Visa reforms and proposed regulations improve buyer sentiment.

It was predominantly a buyer’s market across the UAE this year as residential properties became more affordable. This was primarily because of the inventory that was handed over, which weighed on both house sales prices and rents.

Over 19,700 units have been delivered year to date, according to the consultancy Core. Prominent deliveries include Bluewaters Residences, Damac Heights in Dubai Marina and multiple projects in Nshama Townsquare and Akoya (Damac Hills).

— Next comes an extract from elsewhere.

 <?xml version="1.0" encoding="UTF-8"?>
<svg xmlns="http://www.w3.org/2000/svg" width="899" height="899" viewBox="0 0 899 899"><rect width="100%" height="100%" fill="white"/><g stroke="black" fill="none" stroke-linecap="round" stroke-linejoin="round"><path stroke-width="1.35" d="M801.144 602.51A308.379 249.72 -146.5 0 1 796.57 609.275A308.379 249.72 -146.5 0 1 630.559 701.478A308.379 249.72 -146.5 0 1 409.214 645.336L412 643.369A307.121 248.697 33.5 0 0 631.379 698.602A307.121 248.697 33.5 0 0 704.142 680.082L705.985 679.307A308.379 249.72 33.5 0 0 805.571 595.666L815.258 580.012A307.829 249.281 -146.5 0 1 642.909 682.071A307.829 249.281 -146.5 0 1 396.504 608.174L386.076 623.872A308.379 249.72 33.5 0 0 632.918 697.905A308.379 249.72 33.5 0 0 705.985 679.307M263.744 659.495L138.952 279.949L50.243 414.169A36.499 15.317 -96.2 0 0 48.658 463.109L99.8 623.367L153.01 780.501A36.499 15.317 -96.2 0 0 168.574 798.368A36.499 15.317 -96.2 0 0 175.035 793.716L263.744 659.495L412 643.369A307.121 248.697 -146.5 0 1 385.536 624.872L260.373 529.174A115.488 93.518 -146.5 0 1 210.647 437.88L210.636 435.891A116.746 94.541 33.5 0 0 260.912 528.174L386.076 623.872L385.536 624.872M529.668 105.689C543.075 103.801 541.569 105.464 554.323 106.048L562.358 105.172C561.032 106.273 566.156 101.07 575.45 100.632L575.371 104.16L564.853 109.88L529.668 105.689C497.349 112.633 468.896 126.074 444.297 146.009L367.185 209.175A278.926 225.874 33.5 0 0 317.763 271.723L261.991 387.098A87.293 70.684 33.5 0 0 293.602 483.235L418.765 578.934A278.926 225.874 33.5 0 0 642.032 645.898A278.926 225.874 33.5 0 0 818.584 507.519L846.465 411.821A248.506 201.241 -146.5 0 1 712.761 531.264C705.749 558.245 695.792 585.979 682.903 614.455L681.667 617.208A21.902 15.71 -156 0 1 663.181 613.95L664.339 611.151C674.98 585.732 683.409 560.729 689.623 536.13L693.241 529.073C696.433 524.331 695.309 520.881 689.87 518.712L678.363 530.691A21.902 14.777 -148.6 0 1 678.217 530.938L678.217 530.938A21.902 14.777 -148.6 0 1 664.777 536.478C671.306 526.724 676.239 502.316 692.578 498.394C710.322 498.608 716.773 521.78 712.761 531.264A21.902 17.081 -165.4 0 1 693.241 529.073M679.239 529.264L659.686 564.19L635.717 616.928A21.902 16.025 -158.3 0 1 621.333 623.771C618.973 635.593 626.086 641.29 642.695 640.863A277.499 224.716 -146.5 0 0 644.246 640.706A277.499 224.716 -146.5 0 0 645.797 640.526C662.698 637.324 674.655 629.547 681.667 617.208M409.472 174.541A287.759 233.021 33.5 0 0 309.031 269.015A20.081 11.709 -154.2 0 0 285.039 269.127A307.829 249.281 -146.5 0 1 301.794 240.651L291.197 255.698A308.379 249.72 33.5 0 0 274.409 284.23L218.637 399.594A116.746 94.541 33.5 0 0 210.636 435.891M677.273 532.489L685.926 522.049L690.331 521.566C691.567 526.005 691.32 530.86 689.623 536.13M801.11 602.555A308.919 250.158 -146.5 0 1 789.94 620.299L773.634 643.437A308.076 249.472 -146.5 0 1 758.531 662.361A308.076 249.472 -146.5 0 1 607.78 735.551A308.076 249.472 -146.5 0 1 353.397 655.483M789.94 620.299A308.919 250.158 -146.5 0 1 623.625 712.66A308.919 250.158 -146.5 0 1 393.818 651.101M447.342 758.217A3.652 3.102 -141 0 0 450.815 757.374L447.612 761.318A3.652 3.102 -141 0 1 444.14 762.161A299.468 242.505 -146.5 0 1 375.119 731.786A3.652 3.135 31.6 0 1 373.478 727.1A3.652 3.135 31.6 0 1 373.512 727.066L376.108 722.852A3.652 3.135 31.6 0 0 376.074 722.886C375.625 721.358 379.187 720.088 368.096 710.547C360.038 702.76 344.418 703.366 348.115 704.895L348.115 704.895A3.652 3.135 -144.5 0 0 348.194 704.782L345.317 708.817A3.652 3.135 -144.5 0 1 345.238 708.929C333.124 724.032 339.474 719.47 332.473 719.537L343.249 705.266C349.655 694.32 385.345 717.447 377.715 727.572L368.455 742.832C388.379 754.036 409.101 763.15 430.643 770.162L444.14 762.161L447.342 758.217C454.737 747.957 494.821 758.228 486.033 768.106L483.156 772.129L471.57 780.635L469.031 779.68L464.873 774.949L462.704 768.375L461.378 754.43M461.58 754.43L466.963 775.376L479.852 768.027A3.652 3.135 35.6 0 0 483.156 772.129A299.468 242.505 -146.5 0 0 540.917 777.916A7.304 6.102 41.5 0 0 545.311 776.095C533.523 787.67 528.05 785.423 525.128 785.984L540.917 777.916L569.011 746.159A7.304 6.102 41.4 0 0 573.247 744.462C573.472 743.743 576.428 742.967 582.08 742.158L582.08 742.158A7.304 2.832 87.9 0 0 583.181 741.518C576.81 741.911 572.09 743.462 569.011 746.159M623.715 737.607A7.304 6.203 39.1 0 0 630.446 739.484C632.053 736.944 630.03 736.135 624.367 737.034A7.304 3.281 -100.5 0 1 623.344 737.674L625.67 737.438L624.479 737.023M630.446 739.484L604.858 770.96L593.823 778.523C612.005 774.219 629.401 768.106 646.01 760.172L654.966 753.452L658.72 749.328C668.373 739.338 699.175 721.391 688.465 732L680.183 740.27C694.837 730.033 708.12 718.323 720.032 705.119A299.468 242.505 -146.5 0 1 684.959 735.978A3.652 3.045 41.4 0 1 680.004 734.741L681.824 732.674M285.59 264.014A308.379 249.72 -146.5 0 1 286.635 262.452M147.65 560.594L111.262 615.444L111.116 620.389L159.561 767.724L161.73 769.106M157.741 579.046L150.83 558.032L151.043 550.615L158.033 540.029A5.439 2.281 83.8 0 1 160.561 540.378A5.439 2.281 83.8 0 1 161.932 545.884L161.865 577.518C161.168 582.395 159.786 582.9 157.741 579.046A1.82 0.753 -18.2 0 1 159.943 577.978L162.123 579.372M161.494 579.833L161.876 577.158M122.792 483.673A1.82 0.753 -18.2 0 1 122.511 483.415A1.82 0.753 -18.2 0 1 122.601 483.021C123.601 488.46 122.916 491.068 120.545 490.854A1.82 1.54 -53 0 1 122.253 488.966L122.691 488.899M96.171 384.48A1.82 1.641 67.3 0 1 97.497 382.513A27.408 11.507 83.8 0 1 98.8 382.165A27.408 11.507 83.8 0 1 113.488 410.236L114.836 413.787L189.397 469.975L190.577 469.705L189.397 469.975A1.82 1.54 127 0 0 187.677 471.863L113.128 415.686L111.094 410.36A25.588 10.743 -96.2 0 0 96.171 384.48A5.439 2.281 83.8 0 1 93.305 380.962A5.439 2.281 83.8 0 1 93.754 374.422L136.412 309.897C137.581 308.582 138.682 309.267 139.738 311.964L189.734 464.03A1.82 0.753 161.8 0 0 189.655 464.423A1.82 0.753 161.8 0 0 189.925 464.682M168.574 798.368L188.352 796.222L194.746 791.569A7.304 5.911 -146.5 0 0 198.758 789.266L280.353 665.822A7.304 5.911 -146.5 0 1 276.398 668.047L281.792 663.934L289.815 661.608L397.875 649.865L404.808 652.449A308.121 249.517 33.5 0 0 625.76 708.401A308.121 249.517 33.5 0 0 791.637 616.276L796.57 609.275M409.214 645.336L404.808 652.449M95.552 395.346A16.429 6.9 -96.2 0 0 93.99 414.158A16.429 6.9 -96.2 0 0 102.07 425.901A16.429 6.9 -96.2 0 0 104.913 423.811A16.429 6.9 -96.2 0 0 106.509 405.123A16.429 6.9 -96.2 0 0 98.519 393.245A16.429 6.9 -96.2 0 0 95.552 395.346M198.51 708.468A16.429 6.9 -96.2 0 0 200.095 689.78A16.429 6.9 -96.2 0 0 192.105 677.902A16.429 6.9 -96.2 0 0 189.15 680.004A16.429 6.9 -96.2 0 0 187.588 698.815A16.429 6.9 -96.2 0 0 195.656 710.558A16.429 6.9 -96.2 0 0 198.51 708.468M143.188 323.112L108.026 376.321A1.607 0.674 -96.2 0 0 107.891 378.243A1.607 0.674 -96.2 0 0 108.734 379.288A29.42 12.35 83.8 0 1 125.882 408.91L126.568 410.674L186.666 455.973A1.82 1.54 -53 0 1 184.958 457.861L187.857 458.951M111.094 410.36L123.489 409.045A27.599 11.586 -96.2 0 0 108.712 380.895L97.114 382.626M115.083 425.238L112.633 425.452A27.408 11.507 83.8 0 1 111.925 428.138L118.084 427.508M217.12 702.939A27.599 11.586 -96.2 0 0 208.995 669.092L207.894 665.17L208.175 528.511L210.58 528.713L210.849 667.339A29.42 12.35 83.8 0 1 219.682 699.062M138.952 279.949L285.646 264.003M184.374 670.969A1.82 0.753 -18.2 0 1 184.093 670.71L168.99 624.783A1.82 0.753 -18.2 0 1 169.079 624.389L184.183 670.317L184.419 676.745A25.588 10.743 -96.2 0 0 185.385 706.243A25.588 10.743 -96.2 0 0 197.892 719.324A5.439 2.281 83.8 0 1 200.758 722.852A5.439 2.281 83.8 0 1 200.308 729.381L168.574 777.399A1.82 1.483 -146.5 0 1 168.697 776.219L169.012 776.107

The UAE also announced landmark visa reforms which will benefit the property industry. Starting next year, expats in the UAE aged 55 or over will be eligible to secure a five-year retirement visa, if they meet certain requirements, including investing in properties worth at least Dh2 million, or have at least Dh1 million in savings or an active income of more than Dh20,000 monthly. Also, investors in a property worth Dh5 million or more will be granted a 5-year residence visa.

“New visa regulations for retired expats and skilled workforce are among a number of ongoing measures to improve investor confidence and sentiment. These residency law regulations are also expected to positively impact the UAE property sector over the coming years, bringing a boost to demand by way of attracting and retaining expats,” said Robert Thomas, associate director, residential at Core.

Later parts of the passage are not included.